- _Problem description_:
Look through the data below for the line with "tip_start = TIP_TAPER - PIN_LENGTH" and the line with "its cavity, cover", then output those two and all lines in between, exactly as written.

Collected data entries:

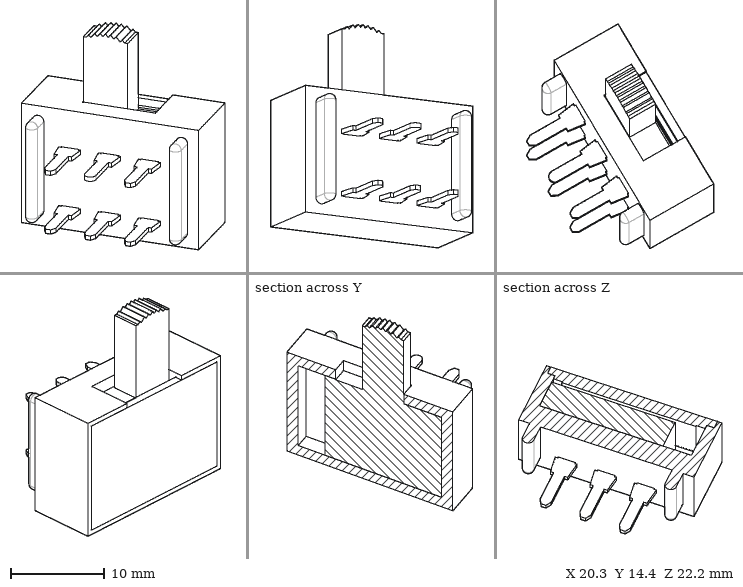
import cadquery as cq


HOUSING_WIDTH = 20.32
HOUSING_DEPTH = 7.92
HOUSING_HEIGHT = 13.95
WALL = 1.41
RIM = 0.55

SLOT_WIDTH = 8.34
SLOT_DEPTH = 5.25
SLOT_FRONT = HOUSING_DEPTH - SLOT_DEPTH

CAVITY_WIDTH = HOUSING_WIDTH - 2 * WALL
CAVITY_HEIGHT = HOUSING_HEIGHT - 2 * WALL

PLATE_THICKNESS = 0.9
FIRST_STEP_REACH = 1.43
SECOND_STEP_REACH = 1.56
SECOND_STEP_INSET = 1.0

SLIDER_BACK = HOUSING_DEPTH - 1.84
STEM_WIDTH = 5.1
STEM_DEPTH = 3.2
STEM_X = (STEM_WIDTH - SLOT_WIDTH) / 2
SLIDER_TOP = 22.2
CARRIAGE_WIDTH = CAVITY_WIDTH - (SLOT_WIDTH - STEM_WIDTH)

RIDGES = [
    (0.30, 0.36),
    (0.59, 0.07),
    (0.96, 0.45),
    (1.22, 0.17),
    (1.69, 0.68),
    (1.92, 0.44),
    (2.20, 0.73),
]
SHOULDER_DROP = RIDGES[-1][1]

RAIL_WIDTH = 1.32
RAIL_HEIGHT = 11.72
RAIL_DEPTH = 2.54
RAIL_X = 8.24
RAIL_RADIUS = RAIL_WIDTH / 2

PIN_PITCH = 4.58
PIN_LOWER_Z = 2.47
PIN_ROW_SPACING = 6.86
PIN_THICKNESS = 0.5
OVERALL_DEPTH = 14.43
PIN_LENGTH = OVERALL_DEPTH - HOUSING_DEPTH
NECK_WIDTH = 2.0
NECK_LENGTH = 0.13
SHOULDER_WIDTH = 2.54
SHOULDER_END = 2.14
BLADE_WIDTH = 1.27
TIP_WIDTH = 0.56
TIP_TAPER = 0.62


def block(width, height, y_front, y_back, x=0, z=HOUSING_HEIGHT / 2):
    """Box of the given width and height centred on (x, z), from y_front to y_back."""
    depth = y_back - y_front
    return cq.Workplane("XY").box(width, depth, height).translate((x, y_front + depth / 2, z))


def make_rail(x):
    """Upright rail with rounded ends and a fully rounded outer edge."""
    straight_height = RAIL_HEIGHT - RAIL_WIDTH
    bottom_z = (HOUSING_HEIGHT - straight_height) / 2
    edge_y = RAIL_RADIUS - RAIL_DEPTH
    rail = (
        cq.Workplane("XZ", origin=(x, 0, HOUSING_HEIGHT / 2))
        .slot2D(RAIL_HEIGHT, RAIL_WIDTH, angle=90)
        .extrude(-edge_y)
    )
    rounded_edge = (
        cq.Workplane("XY", origin=(x, edge_y, bottom_z))
        .circle(RAIL_RADIUS)
        .extrude(straight_height)
    )
    rail = rail.union(rounded_edge)
    for z in (bottom_z, bottom_z + straight_height):
        ball = cq.Workplane("XY").sphere(RAIL_RADIUS).translate((x, edge_y, z))
        rail = rail.union(ball)
    return rail


def make_pin(x, z, rounded_tip):
    """Flat pin with a neck, a tapered shoulder and a blade with a rounded or tapered tip."""
    half_neck = NECK_WIDTH / 2
    half_shoulder = SHOULDER_WIDTH / 2
    half_blade = BLADE_WIDTH / 2
    outline = (
        cq.Workplane("XY", origin=(x, 0, z - PIN_THICKNESS / 2))
        .moveTo(-half_neck, 0)
        .lineTo(-half_neck, -NECK_LENGTH)
        .lineTo(-half_shoulder, -NECK_LENGTH)
        .lineTo(-half_neck, -SHOULDER_END)
        .lineTo(-half_blade, -SHOULDER_END)
    )
    if rounded_tip:
        tip_start = half_blade - PIN_LENGTH
        outline = outline.lineTo(-half_blade, tip_start)
        outline = outline.threePointArc((0, -PIN_LENGTH), (half_blade, tip_start))
    else:
        tip_start = TIP_TAPER - PIN_LENGTH
        outline = outline.lineTo(-half_blade, tip_start)
        outline = outline.lineTo(-TIP_WIDTH / 2, -PIN_LENGTH)
        outline = outline.lineTo(TIP_WIDTH / 2, -PIN_LENGTH)
        outline = outline.lineTo(half_blade, tip_start)
    return (
        outline
        .lineTo(half_blade, -SHOULDER_END)
        .lineTo(half_neck, -SHOULDER_END)
        .lineTo(half_shoulder, -NECK_LENGTH)
        .lineTo(half_neck, -NECK_LENGTH)
        .lineTo(half_neck, 0)
        .close()
        .extrude(PIN_THICKNESS)
    )


def cover_plate():
    """Plate that fills the recess in the back of the housing."""
    plate_front = HOUSING_DEPTH - PLATE_THICKNESS
    return block(HOUSING_WIDTH - 2 * RIM, HOUSING_HEIGHT - 2 * RIM, plate_front, HOUSING_DEPTH)


def make_housing():
    """Housing with its cavity, cover recess, top slot, rails and pins."""
    housing = block(HOUSING_WIDTH, HOUSING_HEIGHT, 0, HOUSING_DEPTH)
    housing = housing.cut(block(CAVITY_WIDTH, CAVITY_HEIGHT, SLOT_FRONT, HOUSING_DEPTH))
    housing = housing.cut(cover_plate())
    slot_z = HOUSING_HEIGHT - WALL / 2
    housing = housing.cut(block(SLOT_WIDTH, WALL, SLOT_FRONT, HOUSING_DEPTH, z=slot_z))
    for x in (-RAIL_X, RAIL_X):
        housing = housing.union(make_rail(x))
    for row in (0, 1):
        for column in (-1, 0, 1):
            rounded_tip = row == 1 and column == 0
            pin = make_pin(column * PIN_PITCH, PIN_LOWER_Z + row * PIN_ROW_SPACING, rounded_tip)
            housing = housing.union(pin)
    return housing


def make_slider():
    """Carriage inside the cavity with a stem that ends in an arched row of ridges."""
    carriage = block(CARRIAGE_WIDTH, CAVITY_HEIGHT, SLOT_FRONT, SLIDER_BACK, STEM_X)
    half_width = STEM_WIDTH / 2
    stem_bottom = HOUSING_HEIGHT - WALL
    shoulder_z = SLIDER_TOP - SHOULDER_DROP
    left_ridges = [(-offset, SLIDER_TOP - drop) for offset, drop in reversed(RIDGES)]
    right_ridges = [(offset, SLIDER_TOP - drop) for offset, drop in RIDGES]
    outline = [(-half_width, stem_bottom), (-half_width, shoulder_z)]
    outline += left_ridges + [(0, SLIDER_TOP)] + right_ridges
    outline += [(half_width, shoulder_z), (half_width, stem_bottom)]
    stem = (
        cq.Workplane("XZ", origin=(STEM_X, SLIDER_BACK, 0))
        .polyline(outline)
        .close()
        .extrude(STEM_DEPTH)
    )
    return carriage.union(stem)


def make_cover():
    """Back cover: the plate and two steps that reach into the cavity."""
    first_front = HOUSING_DEPTH - FIRST_STEP_REACH
    second_front = HOUSING_DEPTH - SECOND_STEP_REACH
    second_width = CAVITY_WIDTH - 2 * SECOND_STEP_INSET
    second_height = CAVITY_HEIGHT - 2 * SECOND_STEP_INSET
    cover = cover_plate()
    cover = cover.union(block(CAVITY_WIDTH, CAVITY_HEIGHT, first_front, HOUSING_DEPTH))
    return cover.union(block(second_width, second_height, second_front, HOUSING_DEPTH))


housing = make_housing()
slider = make_slider()
cover = make_cover()

result = cq.Compound.makeCompound([housing.val(), slider.val(), cover.val()])

- _Answer for the task_:
        tip_start = TIP_TAPER - PIN_LENGTH
        outline = outline.lineTo(-half_blade, tip_start)
        outline = outline.lineTo(-TIP_WIDTH / 2, -PIN_LENGTH)
        outline = outline.lineTo(TIP_WIDTH / 2, -PIN_LENGTH)
        outline = outline.lineTo(half_blade, tip_start)
    return (
        outline
        .lineTo(half_blade, -SHOULDER_END)
        .lineTo(half_neck, -SHOULDER_END)
        .lineTo(half_shoulder, -NECK_LENGTH)
        .lineTo(half_neck, -NECK_LENGTH)
        .lineTo(half_neck, 0)
        .close()
        .extrude(PIN_THICKNESS)
    )


def cover_plate():
    """Plate that fills the recess in the back of the housing."""
    plate_front = HOUSING_DEPTH - PLATE_THICKNESS
    return block(HOUSING_WIDTH - 2 * RIM, HOUSING_HEIGHT - 2 * RIM, plate_front, HOUSING_DEPTH)


def make_housing():
    """Housing with its cavity, cover recess, top slot, rails and pins."""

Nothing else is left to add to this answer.